I totally agree with this, and think that if you had a good friend to do things with when you wanted to, then you would be fine. I remember you saying that when you were a little girl, your dream was to be an old-maid librarian, who had all the time in the world to read books and learn new things. 
Now, you have your own place, and all the time you want to be alone and study.

But, even so, we all need a friend (even just a casual one) to spend time with and go places together. 
I was an only child, and learned to spend a lot of time alone, entertain myself, and enjoy my own company. Even in school, I only had (or wanted) 1-2 friends that I did things together with. 

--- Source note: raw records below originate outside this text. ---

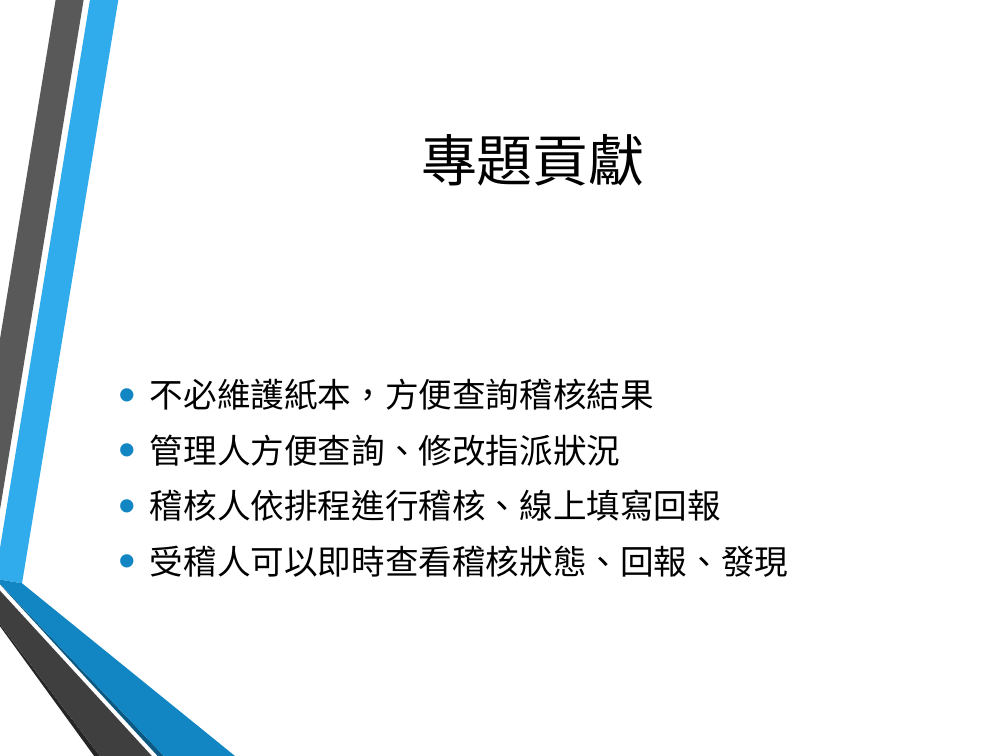
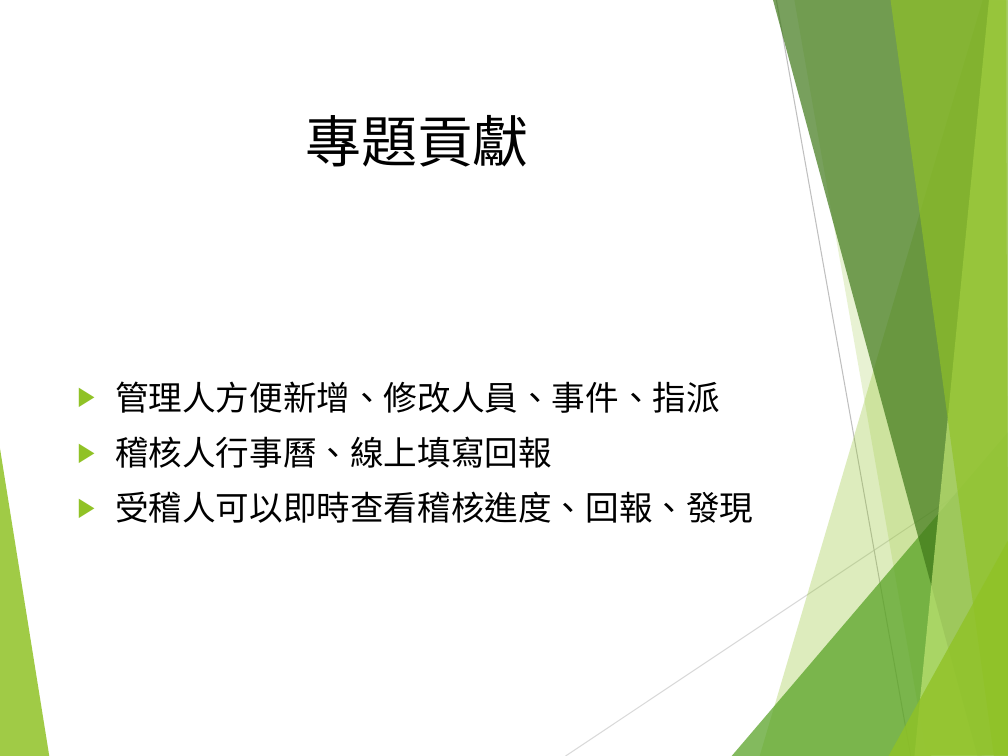
Before and after one commit to hsinewu/pia, a slide deck: slide 16 of Contest/FinalPresentation.pptx (slide 18 before the commit). Drawn at 1008x756 pixels with LibreOffice and Linux fonts; fonts in the diff are those of the drawing; background and template pictures are left out. Boxes give left, top, right and bottom in pixels: in the first picture for what was removed or moved away, otherwise in the second. Text is boxed around its words. In the diff, an @@ line names an element or a change of style, - is before the commit and + after.

Commit message:
push the final ppt

```diff
--- a/Contest/FinalPresentation.pptx
+++ b/Contest/FinalPresentation.pptx
@@ title "專題貢獻": place and size @@
-title "專題貢獻" at [421, 134, 645, 186]
+title "專題貢獻" at [305, 115, 529, 167]
@@ text at [115, 381, 753, 523]: text changed @@
-• 不必維護紙本，方便查詢稽核結果
-• 管理人方便查詢、修改指派狀況
-• 稽核人依排程進行稽核、線上填寫回報
-• 受稽人可以即時查看稽核狀態、回報、發現
+▶ 管理人方便新增、修改人員、事件、指派
+▶ 稽核人行事曆、線上填寫回報
+▶ 受稽人可以即時查看稽核進度、回報、發現
@@ group added at [0, 0, 1008, 756]: 8 freeform shapes, 2 lines @@
@@ group removed at [0, 0, 235, 756]: 6 freeform shapes @@
```
Also in this commit, not shown: 19 other slides changed, 2 slides added, 3 slides removed.

Before I met my husband, I was living alone in a little trailer out in the country in Idaho. My daily company was my dogs. I had a friend that I spent time with . 
She and I went to church together, in the summer we went kayaking, or other things we both enjoyed. Sometimes, we went out for a burger or just a cup of coffee together. 
Pat lived alone, and so did I, and we both liked that; but very much enjoyed the time we spent together as well. 

I really liked living alone. My time was my own. I ate what I wanted, when I wanted, did not bother anyone if I wanted to stay up late and play the organ and sing at the top of my lungs, even if it was midnight.  
I walked with my dogs every day, and rode my horse when I wanted to. It was maybe the best time of my whole life. 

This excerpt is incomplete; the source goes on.